Sylph is an extremely fast and memory efficient program for profiling and searching metagenomic samples against databases. It is 10-100x faster than other popular software such as MetaPhlAn or Kraken and more memory efficient too.

What can sylph do?

  • Profile metagenomes: sylph can calculate the abundances of genomes in a sample using a reference database. This is the same type of output as Kraken or MetaPhlAn.
  • Search genomes against metagenomes: sylph can check if a genome is contained in your sample (e.g. is this E. coli genome in my sample?).
  • ANI querying: sylph can estimate the containment average nucleotide identity (ANI) of a reference genome to the genomes in your sample.
  • Use custom reference databases: Eukaryotes, viruses, and any collections of fasta files are ok.
  • Long-reads are usable: sylph is primarily optimized for short-reads, but it can utilize nanopore or PacBio reads with high precision.
  • Calculate coverage: sylph can estimate the coverage (not just the abundance) of genomes in your database.

What can sylph NOT do?

Sylph can not:

  • Map reads. Unlike Kraken, sylph does not classify every read.
  • Find super low abundance genomes. Sylph requires > 0.01-0.05x coverage at minimum for bacterial genomes. All bacterial genomes need at least a few hundred short-reads.
  • Reliably find genomes at genus level or higher (if it is not present at species level). If your sample is not well-characterized by the database, sylph may struggle.
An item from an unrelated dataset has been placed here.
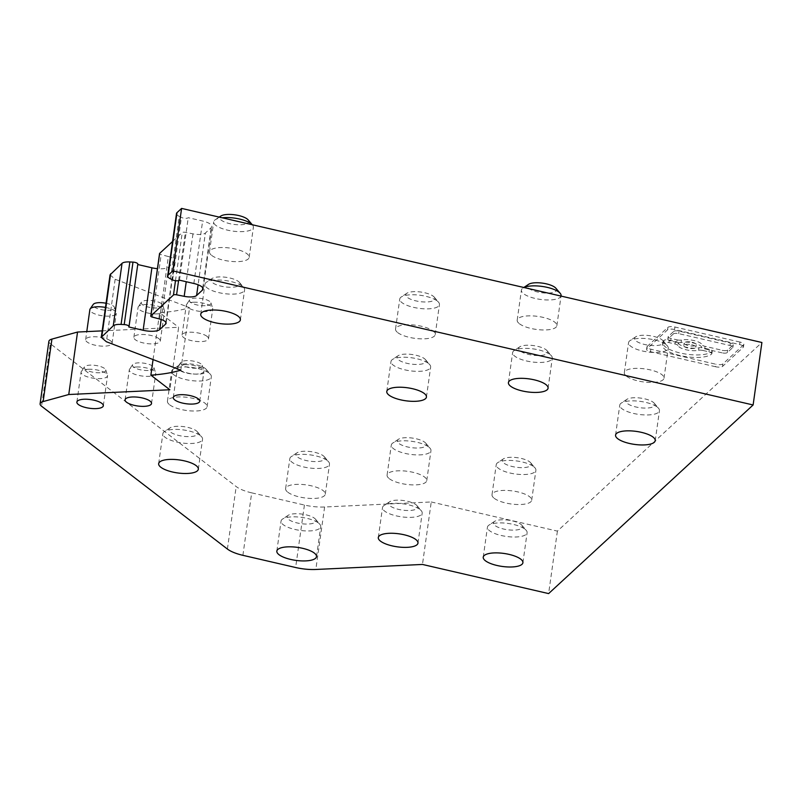 <?xml version="1.0" encoding="UTF-8"?>
<svg xmlns="http://www.w3.org/2000/svg" width="802" height="802" viewBox="0 0 802 802"><rect width="100%" height="100%" fill="white"/><g stroke="black" fill="none" stroke-linecap="round" stroke-linejoin="round"><path stroke-width="0.6" stroke-dasharray="4.01 3.01" d="M102.185 330.875L178.635 327.276L169.854 389.752M242.896 555.325L251.678 492.849L304.419 505.039A26.707 8.742 -172 0 0 324.609 506.994L431.245 501.972L422.464 564.448M626.542 376.248A20.03 6.556 -172 0 0 648.427 382.404A20.03 6.556 -172 0 0 664.006 378.203A20.03 6.556 -172 0 0 661.81 374.584A20.03 6.556 -172 0 0 639.916 368.429A20.03 6.556 -172 0 0 624.337 372.629A20.03 6.556 -172 0 0 626.542 376.248M666.021 344.599A20.03 6.556 8 0 1 667.314 345.792A20.03 6.556 8 0 1 668.226 348.218A20.03 6.556 8 0 1 652.638 352.419A20.03 6.556 8 0 1 630.753 346.263A20.03 6.556 8 0 1 628.557 342.644A20.03 6.556 8 0 1 630.091 340.569A20.03 6.556 8 0 1 647.615 338.725A20.03 6.556 8 0 1 666.021 344.599M252.47 224.971L252.279 224.74A20.03 6.556 8 0 1 252.47 224.971A20.03 6.556 8 0 1 253.382 227.387A20.03 6.556 8 0 1 237.803 231.588A20.03 6.556 8 0 1 215.918 225.432A20.03 6.556 8 0 1 213.713 221.813A20.03 6.556 8 0 1 215.257 219.738A20.03 6.556 8 0 1 222.094 217.763M248.129 219.868A14.687 4.802 8 0 1 239.828 224.781A14.687 4.802 8 0 1 221.322 220.209A14.687 4.802 8 0 1 220.841 216.039M169.643 404.799A20.03 6.556 -172 0 0 191.528 410.955A20.03 6.556 -172 0 0 207.106 406.754A20.03 6.556 -172 0 0 204.911 403.135A20.03 6.556 -172 0 0 183.026 396.98A20.03 6.556 -172 0 0 167.438 401.18A20.03 6.556 -172 0 0 169.643 404.799M209.121 373.151A20.03 6.556 8 0 1 210.415 374.344A20.03 6.556 8 0 1 211.327 376.77A20.03 6.556 8 0 1 195.738 380.97A20.03 6.556 8 0 1 173.854 374.815A20.03 6.556 8 0 1 171.658 371.196A20.03 6.556 8 0 1 173.202 369.12A20.03 6.556 8 0 1 190.716 367.276A20.03 6.556 8 0 1 209.121 373.151M251.678 492.849A26.707 8.742 8 0 1 236.189 486.563L50.346 343.737L41.564 406.213M156.951 307.998A10.867 3.559 8 0 1 145.483 306.234A10.867 3.559 8 0 1 141.463 302.133A10.867 3.559 8 0 1 147.057 300.389A10.867 3.559 8 0 1 162.696 305.121A10.867 3.559 8 0 1 156.951 307.998M157.382 313.873A13.353 4.371 8 0 1 139.548 309.752A13.353 4.371 8 0 1 138.074 307.336A13.353 4.371 8 0 1 138.345 306.665A13.353 4.371 8 0 1 145.212 304.519A13.353 4.371 8 0 1 163.057 308.64A13.353 4.371 8 0 1 164.45 310.334A13.353 4.371 8 0 1 164.52 311.056A13.353 4.371 8 0 1 157.382 313.873M205.122 368.369A14.687 4.802 8 0 1 206.074 369.251A14.687 4.802 8 0 1 197.763 374.163A14.687 4.802 8 0 1 179.257 369.592A14.687 4.802 8 0 1 178.776 365.411A14.687 4.802 8 0 1 191.628 364.068A14.687 4.802 8 0 1 205.122 368.369M158.836 338.624A13.353 4.371 -172 0 0 144.25 334.524A13.353 4.371 -172 0 0 133.864 337.321A13.353 4.371 -172 0 0 135.327 339.737A13.353 4.371 -172 0 0 149.924 343.847A13.353 4.371 -172 0 0 160.31 341.04A13.353 4.371 -172 0 0 158.836 338.624M137.744 264.53L128.731 326.955M170.485 278.845L179.267 216.37L181.432 217.432A4.01 1.313 8 0 0 185.382 218.314A4.01 1.313 8 0 0 188.239 217.693L202.635 221.011A13.353 4.371 8 0 1 211.558 225.392A13.353 4.371 8 0 1 211.848 226.575A13.353 4.371 8 0 1 211.237 227.628L205.382 233.031L198.104 284.78M561.079 295.707A20.03 6.556 8 0 1 545.5 299.908A20.03 6.556 8 0 1 523.616 293.753A20.03 6.556 8 0 1 521.41 290.134A20.03 6.556 8 0 1 522.954 288.058A20.03 6.556 8 0 1 523.947 287.507M555.826 288.189A14.687 4.802 8 0 1 547.525 293.101A14.687 4.802 8 0 1 529.019 288.53A14.687 4.802 8 0 1 528.538 284.359M207.056 336.359A13.353 4.371 -172 0 0 192.46 332.249A13.353 4.371 -172 0 0 182.074 335.056A13.353 4.371 -172 0 0 183.538 337.462A13.353 4.371 -172 0 0 198.134 341.572A13.353 4.371 -172 0 0 208.52 338.765A13.353 4.371 -172 0 0 207.056 336.359M193.432 302.244A13.353 4.371 8 0 1 211.267 306.364A13.353 4.371 8 0 1 212.66 308.058A13.353 4.371 8 0 1 212.741 308.78A13.353 4.371 8 0 1 205.603 311.597A13.353 4.371 8 0 1 187.758 307.477A13.353 4.371 8 0 1 186.285 305.061A13.353 4.371 8 0 1 186.565 304.389A13.353 4.371 8 0 1 193.432 302.244M662.021 339.817A14.687 4.802 8 0 1 662.963 340.7A14.687 4.802 8 0 1 654.663 345.612A14.687 4.802 8 0 1 636.156 341.04A14.687 4.802 8 0 1 635.675 336.86A14.687 4.802 8 0 1 648.517 335.517A14.687 4.802 8 0 1 662.021 339.817M205.162 305.732A10.867 3.559 8 0 1 193.693 303.958A10.867 3.559 8 0 1 189.683 299.868A10.867 3.559 8 0 1 195.267 298.123A10.867 3.559 8 0 1 210.906 302.845A10.867 3.559 8 0 1 205.162 305.732M179.458 280.169L188.239 217.693M389.281 478.674A20.03 6.556 -172 0 0 411.165 484.839A20.03 6.556 -172 0 0 426.754 480.629A20.03 6.556 -172 0 0 424.549 477.01A20.03 6.556 -172 0 0 402.664 470.854A20.03 6.556 -172 0 0 387.085 475.055A20.03 6.556 -172 0 0 389.281 478.674M428.769 447.025A20.03 6.556 8 0 1 430.052 448.228A20.03 6.556 8 0 1 430.965 450.644A20.03 6.556 8 0 1 415.386 454.844A20.03 6.556 8 0 1 393.501 448.689A20.03 6.556 8 0 1 391.296 445.07A20.03 6.556 8 0 1 392.84 442.995A20.03 6.556 8 0 1 410.353 441.15A20.03 6.556 8 0 1 428.769 447.025M110.054 274.865L115.157 279.266L189.583 307.687A104.16 34.085 8 0 1 159.658 312.68L178.635 327.276M180.801 370.163L189.583 307.687M153.062 359.577L159.658 312.68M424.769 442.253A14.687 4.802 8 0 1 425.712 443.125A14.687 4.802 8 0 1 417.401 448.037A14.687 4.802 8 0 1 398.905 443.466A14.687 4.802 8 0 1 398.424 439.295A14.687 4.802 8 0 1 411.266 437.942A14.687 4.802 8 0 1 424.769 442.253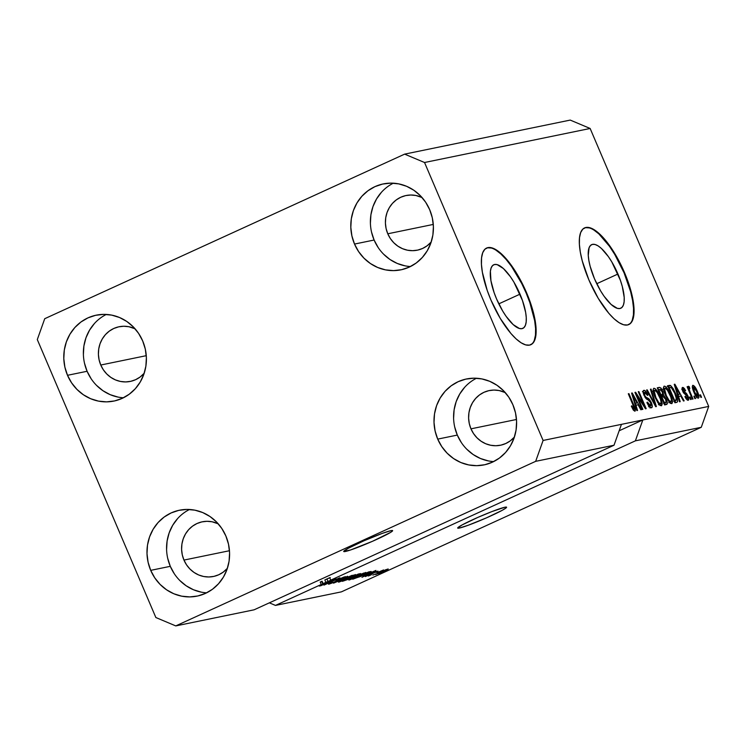 <?xml version="1.0" encoding="UTF-8"?>
<svg xmlns="http://www.w3.org/2000/svg" width="746" height="746" viewBox="0 0 746 746"><rect width="100%" height="100%" fill="white"/><g stroke="black" fill="none" stroke-linecap="round" stroke-linejoin="round"><path stroke-width="1.12" d="M345.398 551.481A26.576 1.921 -23.1 0 1 343.738 551.49A26.576 1.921 -23.1 0 1 363.283 541.092A26.576 1.921 -23.1 0 1 390.96 530.648L392.629 530.742L390.587 532.402L372.468 541.298L350.545 549.988L343.729 551.387L348.121 548.366L363.889 540.822L382.176 533.418L390.96 530.648A26.576 1.921 -23.1 0 1 392.629 530.639A26.576 1.921 -23.1 0 1 373.084 541.027A26.576 1.921 -23.1 0 1 345.398 551.481L344.894 550.296L345.398 551.481M459.368 528.056A26.576 1.921 -23.1 0 1 457.699 528.065A26.576 1.921 -23.1 0 1 477.244 517.668A26.576 1.921 -23.1 0 1 504.921 507.224L506.599 507.308L506.03 507.961L502.207 510.329L486.429 517.873L468.152 525.277L459.368 528.056L457.69 527.963L462.082 524.942L477.86 517.398L491.959 511.56L504.921 507.224A26.576 1.921 -23.1 0 1 506.59 507.205A26.576 1.921 -23.1 0 1 487.045 517.603A26.576 1.921 -23.1 0 1 459.368 528.056L458.865 526.872L459.368 528.056M520.009 294.157A34.978 11.694 -114.6 0 1 522.834 328.38A34.978 11.694 -114.6 0 1 496.575 298.978L494.132 292.674L490.943 280.748L490.402 271.227L491.166 267.851L492.584 265.567L494.607 264.485L497.153 264.625L503.419 268.551L510.432 276.738L513.882 282.063L522.452 300.47L525.641 312.397L526.256 317.554L526.182 321.908L525.417 325.293L524 327.569L521.976 328.65L519.43 328.51L513.164 324.585L506.152 316.397L502.701 311.073L496.575 298.978A34.978 11.694 -114.6 0 1 493.749 264.765A34.978 11.694 -114.6 0 1 520.009 294.157L498.804 303.855L520.009 294.157M617.949 274.024A34.978 11.694 -114.6 0 1 620.775 308.247A34.978 11.694 -114.6 0 1 594.515 278.845L590.17 266.387L588.883 260.615L588.268 255.449L589.098 247.719L590.524 245.434L592.548 244.352L595.094 244.501L598.068 245.872L601.36 248.418L608.372 256.605L611.813 261.93L620.392 280.337L622.295 286.492L624.197 297.421L624.122 301.776L623.358 305.161L621.94 307.436L619.917 308.527L617.371 308.378L611.105 304.452L604.092 296.265L600.642 290.94L594.515 278.845A34.978 11.694 -114.6 0 1 591.69 244.632A34.978 11.694 -114.6 0 1 617.949 274.024L596.744 283.722L617.949 274.024M628.552 324.669A53.152 17.764 65.4 0 0 624.038 272.775L624.495 272.57A53.152 17.764 -114.6 0 1 628.785 324.566A53.152 17.764 -114.6 0 1 588.883 279.89L582.272 260.951L580.323 252.185L579.39 244.334L579.502 237.713L580.658 232.575L582.812 229.115L585.89 227.465L589.76 227.689L594.282 229.777L599.28 233.647L604.568 239.158L609.939 246.096L620.094 263.124L624.495 272.57L631.097 291.509L633.988 308.117L633.876 314.737L632.72 319.875L630.557 323.344L627.489 324.995L623.609 324.771L619.087 322.682L614.089 318.803L608.801 313.301L598.189 298.269L588.883 279.89A53.152 17.764 -114.6 0 1 584.584 227.894A53.152 17.764 -114.6 0 1 624.495 272.57L624.038 272.775A53.152 17.764 65.4 0 0 584.351 228.006M530.62 344.801A53.152 17.764 65.4 0 0 526.098 292.908L526.555 292.702A53.152 17.764 -114.6 0 1 530.854 344.699A53.152 17.764 -114.6 0 1 490.943 300.023L487.222 290.436L482.382 272.309L481.45 264.466L481.562 257.846L482.718 252.708L484.872 249.248L487.949 247.597L491.819 247.821L496.342 249.91L501.349 253.78L511.998 266.229L517.239 274.314L526.555 292.702L530.266 302.279L533.157 311.642L536.048 328.249L535.936 334.87L534.779 340.008L532.625 343.477L529.548 345.128L525.669 344.904L521.146 342.815L516.148 338.936L510.861 333.425L500.258 318.402L490.943 300.023A53.152 17.764 -114.6 0 1 486.644 248.026A53.152 17.764 -114.6 0 1 526.555 292.702L526.098 292.908A53.152 17.764 65.4 0 0 486.411 248.129M431.216 242.002A27.91 26.222 78.4 0 1 417.312 250.18A27.91 26.222 78.4 0 1 387.78 233.787L433.286 224.425L387.78 233.787L386.102 228.584L385.421 223.157L385.738 217.72L387.062 212.479L389.328 207.64L392.452 203.378L396.322 199.872L400.77 197.252L405.647 195.601L410.757 195.014L415.904 195.489L422.077 197.55A27.91 26.222 78.4 0 0 406.076 195.517A27.91 26.222 78.4 0 0 387.78 233.787L390.363 238.571L393.776 242.748L397.87 246.161L402.504 248.679L407.484 250.208L412.631 250.684L417.741 250.087L422.609 248.446L427.066 245.826L431.216 242.002M144.202 373.242A27.91 26.222 78.4 0 1 130.298 381.42A27.91 26.222 78.4 0 1 100.766 365.027L146.272 355.674L100.766 365.027L99.087 359.824L98.407 354.397L98.724 348.96L100.048 343.72L102.314 338.88L105.438 334.618L109.308 331.112L113.765 328.492L118.633 326.851L123.743 326.254L128.89 326.729L135.063 328.79A27.91 26.222 78.4 0 0 119.062 326.757A27.91 26.222 78.4 0 0 100.766 365.027L103.349 369.811L106.762 373.988L110.856 377.401L115.49 379.928L120.47 381.448L125.617 381.924L130.727 381.327L135.604 379.686L140.052 377.066L144.202 373.242M227.399 568.293A27.91 26.222 78.4 0 1 213.496 576.471A27.91 26.222 78.4 0 1 183.964 560.078L229.47 550.725L183.964 560.078L182.285 554.875L181.604 549.448L181.921 544.011L183.246 538.771L185.512 533.931L188.635 529.669L192.505 526.163L196.953 523.543L201.83 521.902L206.94 521.305L212.088 521.78L218.261 523.841A27.91 26.222 78.4 0 0 202.259 521.808A27.91 26.222 78.4 0 0 183.964 560.078L186.547 564.862L189.96 569.039L194.053 572.452L198.688 574.98L203.667 576.499L208.815 576.975L213.925 576.378L218.792 574.737L223.25 572.117L227.399 568.293M514.414 437.053A27.91 26.222 78.4 0 1 500.51 445.231A27.91 26.222 78.4 0 1 470.968 428.838L516.484 419.485L470.968 428.838L469.299 423.635L468.619 418.208L468.936 412.771L470.26 407.53L472.526 402.691L475.65 398.429L479.51 394.923L483.967 392.303L488.844 390.662L493.955 390.065L499.102 390.54L505.275 392.601A27.91 26.222 78.4 0 0 489.273 390.568A27.91 26.222 78.4 0 0 470.968 428.838L473.561 433.622L476.974 437.799L481.067 441.212L485.702 443.739L490.682 445.259L495.829 445.735L500.93 445.138L505.807 443.497L510.264 440.877L514.414 437.053M476.535 378.241A43.855 41.207 -101.6 0 0 457.307 435.086L437.715 439.114A43.855 41.207 78.4 0 1 466.474 378.977A43.855 41.207 78.4 0 1 512.884 404.742L508.819 397.217L503.457 390.652L497.022 385.29L489.749 381.327L481.916 378.931L473.831 378.185L465.802 379.117L458.147 381.7L451.144 385.822L445.064 391.333L440.159 398.028L436.596 405.628L434.517 413.862L434.013 422.413L435.095 430.936L437.715 439.114L441.791 446.63L447.143 453.195L453.587 458.566L460.86 462.529L468.693 464.926L476.769 465.672L484.797 464.739L492.463 462.156L499.466 458.025L505.536 452.514L510.45 445.828L514.013 438.219L516.083 429.985L516.596 421.443L515.514 412.92L512.884 404.742A43.855 41.207 78.4 0 1 484.135 464.879A43.855 41.207 78.4 0 1 437.715 439.114L457.307 435.086A43.855 41.207 -101.6 0 0 493.665 461.578M189.521 509.481A43.855 41.207 -101.6 0 0 170.293 566.326L150.701 570.354A43.855 41.207 78.4 0 1 179.46 510.217A43.855 41.207 78.4 0 1 225.87 535.982L221.804 528.466L216.443 521.892L210.008 516.53L202.735 512.567L194.902 510.171L186.817 509.425L178.788 510.357L171.132 512.94L164.129 517.062L158.049 522.573L153.144 529.268L149.582 536.868L147.503 545.102L146.999 553.653L148.081 562.176L150.701 570.354L154.776 577.87L160.129 584.444L166.572 589.806L173.846 593.769L181.679 596.166L189.764 596.912L197.783 595.979L205.448 593.396L212.451 589.275L218.522 583.754L223.436 577.068L226.998 569.459L229.078 561.225L229.581 552.683L228.5 544.16L225.87 535.982A43.855 41.207 78.4 0 1 197.121 596.119A43.855 41.207 78.4 0 1 150.701 570.354L170.293 566.326A43.855 41.207 -101.6 0 0 206.651 592.818M106.324 314.43A43.855 41.207 -101.6 0 0 87.096 371.275L67.504 375.303A43.855 41.207 78.4 0 1 96.262 315.166A43.855 41.207 78.4 0 1 142.682 340.931L138.607 333.406L133.254 326.841L126.811 321.47L119.537 317.516L111.704 315.12L103.619 314.374L95.6 315.306L87.935 317.889L80.932 322.011L74.852 327.522L69.947 334.217L66.385 341.817L64.305 350.051L63.802 358.602L64.883 367.125L67.504 375.303L71.579 382.819L76.931 389.384L83.375 394.755L90.648 398.718L98.481 401.115L106.566 401.861L114.586 400.928L122.251 398.345L129.254 394.214L135.324 388.703L140.239 382.017L143.801 374.408L145.88 366.174L146.384 357.632L145.302 349.109L142.682 340.931A43.855 41.207 78.4 0 1 113.924 401.068A43.855 41.207 78.4 0 1 67.504 375.303L87.096 371.275A43.855 41.207 -101.6 0 0 123.454 397.767M393.338 183.19A43.855 41.207 -101.6 0 0 374.11 240.035L354.518 244.063A43.855 41.207 78.4 0 1 383.276 183.917A43.855 41.207 78.4 0 1 429.687 209.691L425.621 202.166L420.259 195.601L413.825 190.23L406.551 186.276L398.718 183.88L390.634 183.134L382.605 184.066L374.949 186.64L367.946 190.771L361.866 196.282L356.961 202.968L353.399 210.577L351.319 218.811L350.816 227.353L351.898 235.885L354.518 244.063L358.593 251.579L363.945 258.144L370.389 263.515L377.663 267.469L385.495 269.875L393.58 270.621L401.6 269.679L409.265 267.105L416.268 262.974L422.339 257.463L427.253 250.777L430.815 243.168L432.894 234.934L433.398 226.392L432.316 217.869L429.687 209.691A43.855 41.207 78.4 0 1 400.938 269.828A43.855 41.207 78.4 0 1 354.518 244.063L374.11 240.035A43.855 41.207 -101.6 0 0 410.468 266.527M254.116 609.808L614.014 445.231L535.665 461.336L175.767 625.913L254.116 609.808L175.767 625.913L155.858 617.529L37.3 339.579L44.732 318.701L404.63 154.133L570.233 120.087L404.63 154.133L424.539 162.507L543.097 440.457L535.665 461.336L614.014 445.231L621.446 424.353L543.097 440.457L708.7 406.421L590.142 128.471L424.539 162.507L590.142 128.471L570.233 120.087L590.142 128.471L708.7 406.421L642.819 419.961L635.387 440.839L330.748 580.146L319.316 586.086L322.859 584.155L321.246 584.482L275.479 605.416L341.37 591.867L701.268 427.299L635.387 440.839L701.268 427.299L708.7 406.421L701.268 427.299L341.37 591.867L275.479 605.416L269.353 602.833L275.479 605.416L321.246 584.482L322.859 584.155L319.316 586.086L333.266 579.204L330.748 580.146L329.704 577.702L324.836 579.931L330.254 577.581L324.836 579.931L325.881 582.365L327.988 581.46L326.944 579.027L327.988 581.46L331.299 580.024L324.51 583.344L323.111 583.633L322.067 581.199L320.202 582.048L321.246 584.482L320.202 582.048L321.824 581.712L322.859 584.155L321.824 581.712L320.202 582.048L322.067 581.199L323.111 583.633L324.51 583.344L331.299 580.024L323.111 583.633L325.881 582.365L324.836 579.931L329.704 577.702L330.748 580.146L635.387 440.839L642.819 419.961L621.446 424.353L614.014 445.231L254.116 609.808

Note: this also applies to most profilers.
  • Compare genomes to genomes, or compare metagenomes to metagenomes.
  • Work with 16S data.

How does sylph work?

The below figure summarizes sylph's main steps.

  1. (Panel 1) Reads and reference genomes are broken into k-mers using the sylph sketch option. k-mers are downsampled by a fraction of c, default = 200.
  2. (Panel 1) Using sylph query or sylph profile, the k-mers in each reference genome are checked against the k-mers in the reads.
  3. (Panel 2) Sylph uses statistics to estimate the containment ANI between each reference genome and the metagenomes.
  4. (Panel 3) sylph query: all genomes with high ANI (> 90% default) from the previous step are reported. No abundances.
  5. (Panel 3) sylph profile: calculates abundances and reports the present genomes at species-level using a k-mer remapping algorithm if ANI > 95%.

How do I use sylph?

See the tutorials and manuals outlined in the README. The cookbook may especially be of use.